Trabalhadores no Buddh International Circuit (Eugene Hoshiko – 27.out.11/Associated Press)
Em nenhum outro país do calendário o contraste entre o ambiente asséptico da F-1 e a realidade caótica do lado de fora do circuito é tão grande como aqui na Índia.
Da primeira vez que vim para Greater Noida, a cidade onde fica o Buddh International Circuit, em 2011, para hoje pouca coisa mudou. Alguns hotéis a mais surgiram, mas a realidade indiana continua a chocar o ambiente pasteurizado da categoria.
Vir para a Índia não é uma experiência para qualquer um. Não à toa este é provavelmente o GP que tem mais ausências de colegas jornalistas em toda a temporada. Nem a chance altíssima de Sebastian Vettel ser campeão no domingo mudou este cenário.
Se no Brasil a gente reclama da burocracia, aqui é muito pior. Para comprar um simples chip paro o celular é preciso de uma foto 3×4, cópia do passaporte, nome do pai, da mãe. Só falta o do cachorro.
Se no Brasil a gente reclama do trânsito, aqui é muito, mas muito pior. Costumo brincar que o trânsito em Delhi é uma mistura de São Paulo + Xangai + Istambul.
A poluição faz doer a garganta e os olhos. Mas a Índia não é só isso, claro. As cores, os cheiros e os sabores são muitos e muito ricos. O povo, apesar de viver muito perto _e muitas vezes abaixo da linha da pobreza (25% da população)_ faz questão de estar sempre bem vestido, arrumado, colorido.
Lembro que no primeiro ano da F-1 aqui, as equipes chegaram para montar seus escritórios e encontraram famílias inteiras morando no local. Havia esgoto a céu aberto no paddock, cheiro de fezes na torre de controle e até um morcego invadiu a sala de imprensa.
Os pilotos, que em geral não se “arriscam” continuam se isolando no luxuoso hotel que fica ao lado do circuito. Mas Sebastian Vettel não anda mais com uma garrafa de uísque para cima e para baixo para fazer bochechos e Nico Rosberg não coloca mais esparadrapo na boca para tomar banho sem beber água. Os potinhos de álcool em gel pelo paddock também diminuíram consideravelmente.

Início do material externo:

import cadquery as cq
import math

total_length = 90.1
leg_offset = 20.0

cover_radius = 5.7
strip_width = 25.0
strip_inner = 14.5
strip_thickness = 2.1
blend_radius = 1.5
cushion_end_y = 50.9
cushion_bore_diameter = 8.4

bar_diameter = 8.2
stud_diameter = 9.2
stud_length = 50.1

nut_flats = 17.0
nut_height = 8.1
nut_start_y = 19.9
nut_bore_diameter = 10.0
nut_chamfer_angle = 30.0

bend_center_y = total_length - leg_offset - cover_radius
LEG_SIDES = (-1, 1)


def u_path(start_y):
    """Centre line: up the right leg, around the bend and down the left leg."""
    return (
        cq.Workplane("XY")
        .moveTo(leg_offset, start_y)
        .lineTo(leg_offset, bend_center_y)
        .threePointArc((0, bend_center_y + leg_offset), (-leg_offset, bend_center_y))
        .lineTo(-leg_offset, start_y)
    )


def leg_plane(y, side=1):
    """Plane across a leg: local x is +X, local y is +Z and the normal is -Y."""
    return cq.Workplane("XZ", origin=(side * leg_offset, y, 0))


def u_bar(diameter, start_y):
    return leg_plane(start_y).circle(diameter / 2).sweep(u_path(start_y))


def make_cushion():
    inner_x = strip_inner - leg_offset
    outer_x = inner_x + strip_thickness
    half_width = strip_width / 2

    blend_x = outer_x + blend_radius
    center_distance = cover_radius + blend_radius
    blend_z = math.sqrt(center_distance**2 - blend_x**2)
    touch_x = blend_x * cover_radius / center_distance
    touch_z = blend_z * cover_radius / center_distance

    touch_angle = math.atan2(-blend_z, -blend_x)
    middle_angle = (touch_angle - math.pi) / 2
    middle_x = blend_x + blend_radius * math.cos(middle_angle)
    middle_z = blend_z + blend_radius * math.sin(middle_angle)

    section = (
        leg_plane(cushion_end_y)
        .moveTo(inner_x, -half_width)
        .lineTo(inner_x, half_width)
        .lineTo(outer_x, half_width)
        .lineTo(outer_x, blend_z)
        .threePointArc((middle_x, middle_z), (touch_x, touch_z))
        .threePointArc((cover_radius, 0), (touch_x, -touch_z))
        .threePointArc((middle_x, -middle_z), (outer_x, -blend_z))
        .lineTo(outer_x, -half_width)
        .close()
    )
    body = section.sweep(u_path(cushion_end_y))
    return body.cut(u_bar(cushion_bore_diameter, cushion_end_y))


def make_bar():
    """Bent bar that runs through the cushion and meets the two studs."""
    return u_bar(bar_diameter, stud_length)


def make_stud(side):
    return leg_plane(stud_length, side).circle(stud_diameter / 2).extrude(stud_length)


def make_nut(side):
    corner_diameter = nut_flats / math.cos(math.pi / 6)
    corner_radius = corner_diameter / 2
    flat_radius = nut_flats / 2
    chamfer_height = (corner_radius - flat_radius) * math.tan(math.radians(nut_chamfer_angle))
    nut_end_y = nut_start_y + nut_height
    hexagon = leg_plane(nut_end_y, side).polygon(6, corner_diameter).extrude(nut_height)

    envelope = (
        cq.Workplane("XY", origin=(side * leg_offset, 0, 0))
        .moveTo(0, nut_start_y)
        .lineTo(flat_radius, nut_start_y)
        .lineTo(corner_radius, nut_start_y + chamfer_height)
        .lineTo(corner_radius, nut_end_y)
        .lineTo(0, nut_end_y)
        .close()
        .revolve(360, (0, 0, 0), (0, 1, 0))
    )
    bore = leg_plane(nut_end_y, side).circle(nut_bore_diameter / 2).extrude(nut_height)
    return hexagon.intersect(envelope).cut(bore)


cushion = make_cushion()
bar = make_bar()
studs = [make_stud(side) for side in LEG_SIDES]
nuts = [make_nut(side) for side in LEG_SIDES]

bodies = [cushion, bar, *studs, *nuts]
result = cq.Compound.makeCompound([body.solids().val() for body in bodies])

Mas então por que a Índia está deixando o calendário da F-1 no ano que vem _e muito provavelmente para sempre?
Preconceito? Não.
Primeiro porque o público não conhece o esporte. A Índia é o país do críquete e automobilismo ainda não é um esporte de massa por aqui. Nas ruas, pouco se vê para promover a corrida de domingo. Na TV e nos jornais, a cobertura também não empolga.
Segundo porque os ingressos são muito caros para a realidade da população.

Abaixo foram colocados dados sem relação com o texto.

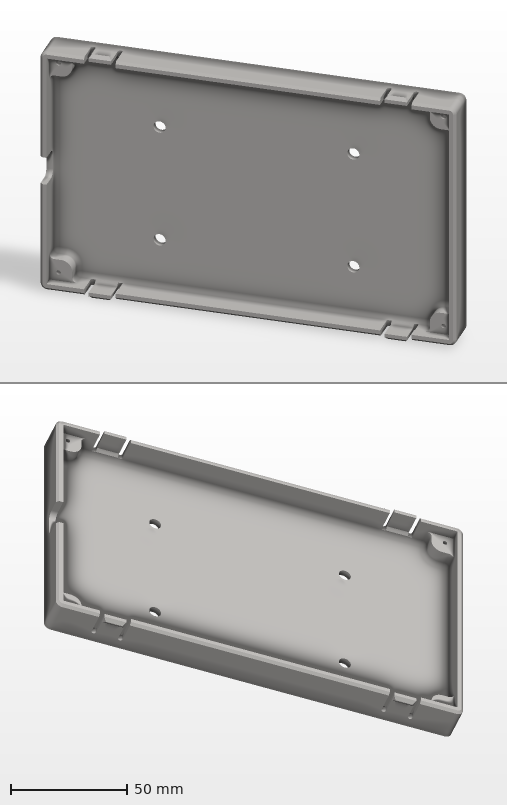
import cadquery as cq

LENGTH = 187.5
DEPTH = 15.5
HEIGHT_OVER_CLIPS = 117.4
CLIP_PROTRUSION = 1.3
HEIGHT = HEIGHT_OVER_CLIPS - 2 * CLIP_PROTRUSION
WALL = 3.0
CORNER_RADIUS = WALL
RIM_CHAMFER = 1.1
INNER_FILLET = 2.0

INNER_LENGTH = LENGTH - 2 * WALL
INNER_HEIGHT = HEIGHT - 2 * WALL
INNER_DEPTH = DEPTH - WALL
RIM_Y = -DEPTH

BOSS_SIZE = 10.1
BOSS_CORNER_RADIUS = 5.0
BOSS_SETBACK = 4.7
PILOT_DIAMETER = 2.0
PILOT_OFFSET = 4.0
PILOT_DEPTH = 5.6

MOUNT_DIAMETER = 5.5
MOUNT_X = 43.7
MOUNT_Z_UPPER = 22.3
MOUNT_Z_LOWER = -32.0

NOTCH_WIDTH = 13.0
NOTCH_DEPTH = 9.4
NOTCH_RADIUS = 3.0

CLIP_X = 66.8
SLOT_PITCH = 12.2
SLOT_WIDTH = 2.0
SLOT_DEPTH = 11.0
TONGUE_WIDTH = SLOT_PITCH - SLOT_WIDTH
TONGUE_THICKNESS = 1.7
RELIEF_DEPTH = 10.3
LIP_BASE = 3.4
LIP_CREST = 0.4
LIP_END_TAPER = 1.1

SIDES = (-1, 1)


def tray():
    """Open box with a chamfered rim."""
    shell = cq.Workplane("XZ").rect(LENGTH, HEIGHT).extrude(DEPTH)
    shell = shell.edges("|Y").fillet(CORNER_RADIUS)
    shell = shell.faces("<Y").edges().chamfer(RIM_CHAMFER)
    cavity = (
        cq.Workplane("XZ", origin=(0, -WALL, 0))
        .rect(INNER_LENGTH, INNER_HEIGHT)
        .extrude(INNER_DEPTH)
    )
    return shell.cut(cavity)


def boss_block(side_x, side_z):
    """Block in one inner corner, rounded on its free edge and sunk into the walls."""
    size = BOSS_SIZE + WALL / 2
    block = (
        cq.Workplane("XZ", origin=(0, -WALL / 2, 0))
        .center(
            side_x * (INNER_LENGTH / 2 - BOSS_SIZE + size / 2),
            side_z * (INNER_HEIGHT / 2 - BOSS_SIZE + size / 2),
        )
        .rect(size, size)
        .extrude(DEPTH - BOSS_SETBACK - WALL / 2)
    )
    side_facing_in_x = "<X" if side_x > 0 else ">X"
    side_facing_in_z = "<Z" if side_z > 0 else ">Z"
    free_edge = block.edges("|Y").edges(side_facing_in_x).edges(side_facing_in_z)
    return free_edge.fillet(BOSS_CORNER_RADIUS)


def floor_outline_edges(body):
    """Edges where the inner walls and the bosses meet the floor."""
    margin = WALL / 10
    floor_zone = cq.selectors.BoxSelector(
        (-LENGTH / 2, -WALL - margin, -HEIGHT / 2),
        (LENGTH / 2, -WALL + margin, HEIGHT / 2),
        boundingbox=True,
    )
    return body.edges(floor_zone)


def boss_wall_edges(body):
    """Concave edges where the boss sides run into the tray walls."""
    half_length = INNER_LENGTH / 2
    half_height = INNER_HEIGHT / 2
    joints = [(half_length - BOSS_SIZE, half_height), (half_length, half_height - BOSS_SIZE)]
    mid_y = (RIM_Y + BOSS_SETBACK - WALL) / 2
    selected = cq.Workplane()
    for x, z in joints:
        for side_x in SIDES:
            for side_z in SIDES:
                joint = (side_x * x, mid_y, side_z * z)
                selected = selected.add(body.edges(cq.selectors.NearestToPointSelector(joint)))
    return selected


def pilot_holes():
    """Blind screw holes in the boss tops."""
    return (
        cq.Workplane("XZ", origin=(0, RIM_Y + BOSS_SETBACK + PILOT_DEPTH, 0))
        .rect(INNER_LENGTH - 2 * PILOT_OFFSET, INNER_HEIGHT - 2 * PILOT_OFFSET, forConstruction=True)
        .vertices()
        .circle(PILOT_DIAMETER / 2)
        .extrude(PILOT_DEPTH)
    )


def mount_holes():
    """Four through holes in the floor."""
    centres = [(side * MOUNT_X, z) for side in SIDES for z in (MOUNT_Z_UPPER, MOUNT_Z_LOWER)]
    return cq.Workplane("XZ").pushPoints(centres).circle(MOUNT_DIAMETER / 2).extrude(WALL)


def cable_notch():
    """Round-cornered opening from the rim through the -X wall only."""
    return (
        cq.Workplane("XY")
        .box(WALL, NOTCH_DEPTH, NOTCH_WIDTH)
        .edges("|X and >Y")
        .fillet(NOTCH_RADIUS)
        .translate((-(LENGTH - WALL) / 2, RIM_Y + NOTCH_DEPTH / 2, 0))
    )


def clip_slots(x):
    """Pair of round-ended slots that free one tongue, for the +Z wall."""
    straight = SLOT_DEPTH - SLOT_WIDTH / 2
    slots = cq.Workplane("XY", origin=(0, 0, HEIGHT / 2 - WALL))
    for side in SIDES:
        left = x + side * SLOT_PITCH / 2 - SLOT_WIDTH / 2
        right = left + SLOT_WIDTH
        slots = (
            slots.moveTo(left, RIM_Y)
            .lineTo(left, RIM_Y + straight)
            .threePointArc((left + SLOT_WIDTH / 2, RIM_Y + SLOT_DEPTH), (right, RIM_Y + straight))
            .lineTo(right, RIM_Y)
            .close()
        )
    return slots.extrude(WALL)


def tongue_relief(x):
    """Pocket that thins the tongue from inside and ramps at 45 degrees up to full wall thickness."""
    thinning = WALL - TONGUE_THICKNESS
    inner_z = INNER_HEIGHT / 2
    return (
        cq.Workplane("YZ", origin=(x - SLOT_PITCH / 2, 0, 0))
        .moveTo(RIM_Y, inner_z)
        .lineTo(RIM_Y + RELIEF_DEPTH, inner_z)
        .lineTo(RIM_Y + RELIEF_DEPTH - thinning, inner_z + thinning)
        .lineTo(RIM_Y, inner_z + thinning)
        .close()
        .extrude(SLOT_PITCH)
    )


def clip_lip(x):
    """Catch on the outside of the tongue, tapered on all four sides."""
    root_z = HEIGHT / 2 - TONGUE_THICKNESS
    lip_centre_y = RIM_Y + LIP_BASE / 2
    foot = (
        cq.Workplane("XY", origin=(x, lip_centre_y, root_z))
        .rect(TONGUE_WIDTH, LIP_BASE)
        .extrude(HEIGHT / 2 - root_z)
    )
    catch = (
        cq.Workplane("XY", origin=(x, lip_centre_y, HEIGHT / 2))
        .rect(TONGUE_WIDTH, LIP_BASE)
        .workplane(offset=CLIP_PROTRUSION)
        .rect(TONGUE_WIDTH - 2 * LIP_END_TAPER, LIP_CREST)
        .loft()
    )
    return foot.union(catch)


def both_walls(feature):
    """A +Z wall feature together with its mirror image on the -Z wall."""
    return feature.union(feature.mirror("XY"))


result = tray()
for side_x in SIDES:
    for side_z in SIDES:
        result = result.union(boss_block(side_x, side_z))
concave_edges = floor_outline_edges(result).add(boss_wall_edges(result))
result = concave_edges.fillet(INNER_FILLET)
result = result.cut(pilot_holes()).cut(mount_holes()).cut(cable_notch())

for side in SIDES:
    clip_x = side * CLIP_X
    result = result.cut(both_walls(tongue_relief(clip_x)))
    result = result.cut(both_walls(clip_slots(clip_x)))
    result = result.union(both_walls(clip_lip(clip_x)))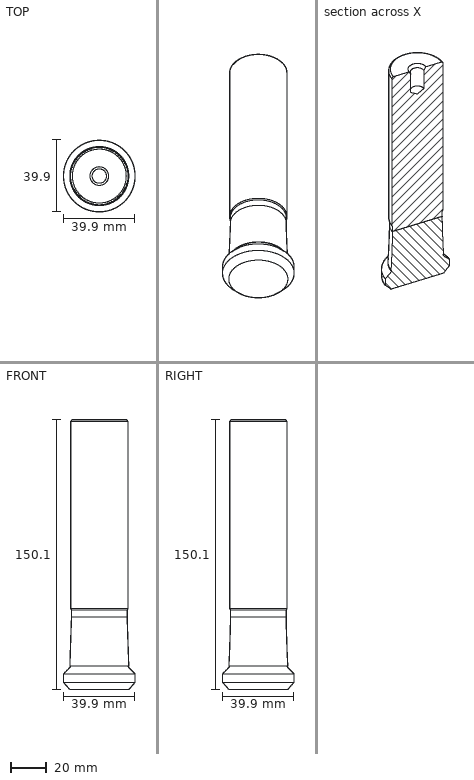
import cadquery as cq
import math

total_length = 150.1
rim_bottom = 4.0
taper_bottom = 13.2
joint_level = 40.4
shank_bottom = 45.0

shank_radius = 32.0 / 2
neck_radius = 31.0 / 2
top_chamfer = 1.0
neck_bevel_height = 0.8

head_radius = 39.9 / 2
head_foot_radius = 32.9 / 2
taper_bottom_radius = 32.9 / 2
undercut_radius = 32.3 / 2
head_fillet_radius = 1.5
bevel_angle = math.radians(45)

hole_radius = 8.0 / 2
hole_mouth_radius = 10.4 / 2
countersink_half_angle = 30.0
hole_depth = 15.0
drill_half_angle = 59.0


def revolve_about_z(profile):
    """Turn a closed XZ profile about the Z axis."""
    return profile.close().revolve(360, (0, 0, 0), (0, 1, 0))


def make_centre_hole():
    """Countersunk blind hole with a conical drill end."""
    countersink_depth = (hole_mouth_radius - hole_radius) / math.tan(math.radians(countersink_half_angle))
    drill_tip_height = hole_radius / math.tan(math.radians(drill_half_angle))
    hole_bottom = total_length - hole_depth
    return revolve_about_z(
        cq.Workplane("XZ")
        .moveTo(0, hole_bottom - drill_tip_height)
        .lineTo(hole_radius, hole_bottom)
        .lineTo(hole_radius, total_length - countersink_depth)
        .lineTo(hole_mouth_radius, total_length)
        .lineTo(0, total_length)
    )


def make_post():
    """Straight shank with a chamfered top, a relieved neck and a centre hole."""
    blank = revolve_about_z(
        cq.Workplane("XZ")
        .moveTo(0, joint_level)
        .lineTo(neck_radius, joint_level)
        .lineTo(neck_radius, shank_bottom - neck_bevel_height)
        .lineTo(shank_radius, shank_bottom)
        .lineTo(shank_radius, total_length - top_chamfer)
        .lineTo(shank_radius - top_chamfer, total_length)
        .lineTo(0, total_length)
    )
    return blank.cut(make_centre_hole())


def make_base():
    """Tapered seat above a head that is bevelled on both sides of its rim."""
    fillet_height = head_fillet_radius * math.sin(bevel_angle)
    fillet_width = head_fillet_radius * (1 - math.cos(bevel_angle))
    fillet_foot_radius = undercut_radius + fillet_width
    fillet_foot_level = taper_bottom - fillet_height
    rim_top = fillet_foot_level - (head_radius - fillet_foot_radius) * math.tan(bevel_angle)
    return revolve_about_z(
        cq.Workplane("XZ")
        .lineTo(head_foot_radius, 0)
        .lineTo(head_radius, rim_bottom)
        .lineTo(head_radius, rim_top)
        .lineTo(fillet_foot_radius, fillet_foot_level)
        .tangentArcPoint((undercut_radius, taper_bottom), relative=False)
        .lineTo(taper_bottom_radius, taper_bottom)
        .lineTo(neck_radius, joint_level)
        .lineTo(0, joint_level)
    )


post = make_post()
base = make_base()
result = cq.Compound.makeCompound([post.val(), base.val()])

Terceiro porque apesar do alto investimento para construir o circuito (US$ 400 milhões), o projeto de transformar Greater Noida num grande polo esportivo também não decolou ainda.
Quarto porque todos os anos há uma queda de braço entre governo, organização e times por conta dos altos impostos que a Índia quer cobrar para as equipes correrem.
“Não fomos capazes de nos vender adequadamente. Não convencemos as empresas indianas do potencial da F-1. Podemos contar em uma mão a quantidade de empresas que estão na categoria desde que viemos para a Índia. De alguma maneira falhamos de maneira coletiva nesta corrida”, resumiu a indiana Monisha Kaltenborn, chefe da Sauber.
Triste, mas é isso.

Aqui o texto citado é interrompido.